Even 100% feedback is no help here. I'm happy to have the label for $25-30. My relatives can't tell the difference, and, hey, they just might be real.

Spend $100 on a tie and you'll have soup spots on it all too soon. I have half-a-dozen "Hermes" I'd trade for a single Sam Hober in a heartbeat.


----------



## rbstc123 (Jun 13, 2007)

*Thank you*



pt4u67 said:


> Try this ebay merchant.


Thanks for the link. Reputable seller I assume?


----------



## HISMES PARIS (Mar 26, 2008)

I love them, but again it's all opinion. Some Neiman Marcus stores (the one I went to was in Fashion Valley) discount them for $80 or so at the end of the season. I do think they dimple well, and I love the prints, but ties are a very personal choice. Also check out Ferragamo if you like Hermes; very similar patterns.


----------



## Kav (Jun 19, 2005)

Hermes ties are like old british sportscars. 100 people will warn you off with stories to quiet naughty children at night; Lucas lord of darkness, syncronising SU carbs etc. Or, they make pilgrimages to restoration companies to renew worn out inferior Lucas parts with lovingly replicated Lucas inferior parts. In any case, most people buy the old MG midget and either flogg it off on somebody after a few seasons or paint it black and imagine the old VW bus in traffic is a DO 17 'Pencil bomber' and the MG a Bolton-Paul Defiant night fighter. Sometimes you just have to get something out of your system- or in it. My one Hermes makes a croissant knot. It is worn July 14 when, by some accounts one Kavanagh helped lead the storming of the Bastille to liberate two more maniacs. I wear it whenever my friend invites me up in his french MS 502 Criquet, a copy of the WW2 german Feiseler Storch. Drape is not an issue, but it's ready ability to tell me wind direction ( stall speed @ 32 MPH) is. It's great for reading le Petit Prince to children, an exhibition of Impressionist art or a concert featuring Ravel. It's a 'fun' tie, which after all is what dressing well is all about.


----------



## video2 (Feb 11, 2008)

Two years ago I bought few things in Zurich airport dutyfree. First impression about belts ties was very strong, but now I think that Hermes is nothing special.


----------



## Toronto_sartorialist (Apr 5, 2008)

I think non-geometric patterned ties like Hermes or Ferragamo (or classic Versace) are difficult to piece together as part of an outfit. A tie like that usually must be the centre-piece of the outfit. If you want a conservative look with a bit of punch in the tie, you can go with a Hermes tie. You'lll usually see business-types wearing a hermes tie with navy suit and white shirt. 
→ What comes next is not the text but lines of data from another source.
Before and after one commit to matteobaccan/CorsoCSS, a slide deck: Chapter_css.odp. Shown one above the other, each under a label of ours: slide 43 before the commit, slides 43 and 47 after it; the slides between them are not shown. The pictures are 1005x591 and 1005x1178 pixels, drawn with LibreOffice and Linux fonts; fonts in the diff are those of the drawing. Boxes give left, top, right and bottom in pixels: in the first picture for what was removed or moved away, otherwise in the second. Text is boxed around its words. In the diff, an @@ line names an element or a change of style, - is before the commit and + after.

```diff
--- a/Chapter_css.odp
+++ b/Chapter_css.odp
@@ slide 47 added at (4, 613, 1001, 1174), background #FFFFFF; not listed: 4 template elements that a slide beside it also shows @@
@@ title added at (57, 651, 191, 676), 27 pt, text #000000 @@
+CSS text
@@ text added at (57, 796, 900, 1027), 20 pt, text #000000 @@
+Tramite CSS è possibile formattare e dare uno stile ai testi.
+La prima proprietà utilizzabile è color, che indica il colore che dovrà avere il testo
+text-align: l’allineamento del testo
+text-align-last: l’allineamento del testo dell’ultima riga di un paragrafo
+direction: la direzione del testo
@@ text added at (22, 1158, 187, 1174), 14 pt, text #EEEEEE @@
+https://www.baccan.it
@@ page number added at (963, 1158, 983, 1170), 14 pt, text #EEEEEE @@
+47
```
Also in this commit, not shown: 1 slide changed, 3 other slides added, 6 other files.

However if you want to put together an outfit that actually combines all elements of the the suit, tie, shirt, pocjet-square etc, a non-geomteric patterned tie such as Hermes isn't a good idea. I read a quote from Ralph Lauren to the effect that he couldn't "relate" to patterned ties (query why some of his Purple Label feature paisley patterns).
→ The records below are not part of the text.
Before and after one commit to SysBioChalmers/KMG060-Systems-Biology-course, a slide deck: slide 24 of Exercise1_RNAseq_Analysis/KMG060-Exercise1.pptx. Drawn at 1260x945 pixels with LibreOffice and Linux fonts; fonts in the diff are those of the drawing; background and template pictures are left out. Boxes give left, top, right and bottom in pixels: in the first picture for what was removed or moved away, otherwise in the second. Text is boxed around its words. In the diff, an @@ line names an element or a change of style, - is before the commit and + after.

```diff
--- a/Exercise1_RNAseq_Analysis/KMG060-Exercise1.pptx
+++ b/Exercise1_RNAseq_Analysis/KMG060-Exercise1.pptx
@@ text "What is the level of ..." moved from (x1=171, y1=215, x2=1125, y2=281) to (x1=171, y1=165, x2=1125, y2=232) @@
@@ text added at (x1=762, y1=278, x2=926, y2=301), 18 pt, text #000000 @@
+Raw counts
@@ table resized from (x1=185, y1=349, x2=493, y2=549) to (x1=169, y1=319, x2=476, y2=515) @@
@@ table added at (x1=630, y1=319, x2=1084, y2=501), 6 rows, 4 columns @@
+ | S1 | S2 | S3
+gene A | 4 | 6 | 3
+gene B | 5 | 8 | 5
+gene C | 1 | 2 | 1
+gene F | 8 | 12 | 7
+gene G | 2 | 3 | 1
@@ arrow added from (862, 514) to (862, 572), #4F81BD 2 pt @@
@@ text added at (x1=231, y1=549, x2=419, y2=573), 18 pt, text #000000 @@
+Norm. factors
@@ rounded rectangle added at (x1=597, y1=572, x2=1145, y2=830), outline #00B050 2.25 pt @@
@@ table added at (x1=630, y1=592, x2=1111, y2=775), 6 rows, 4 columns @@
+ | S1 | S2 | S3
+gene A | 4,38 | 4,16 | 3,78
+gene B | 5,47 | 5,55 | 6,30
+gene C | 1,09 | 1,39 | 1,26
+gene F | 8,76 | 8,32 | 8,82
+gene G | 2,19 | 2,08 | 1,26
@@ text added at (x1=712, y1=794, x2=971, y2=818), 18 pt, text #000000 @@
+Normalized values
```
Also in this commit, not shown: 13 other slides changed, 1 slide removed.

As for the quality, I once picked a nice Hermes brochure that featured the tie-making process quality in great detail. I guess you will pay for french workmanship. In general, I think the brand is over-priced as are other many of the french labels (e.g Lanvin). I also dont like the knots that the ties form. I find the tie is narrow and therefore doesnt make the more triangular shaped knot that I prefer.


----------



## pt4u67 (Apr 27, 2006)

rbstc123 said:


> Thanks for the link. Reputable seller I assume?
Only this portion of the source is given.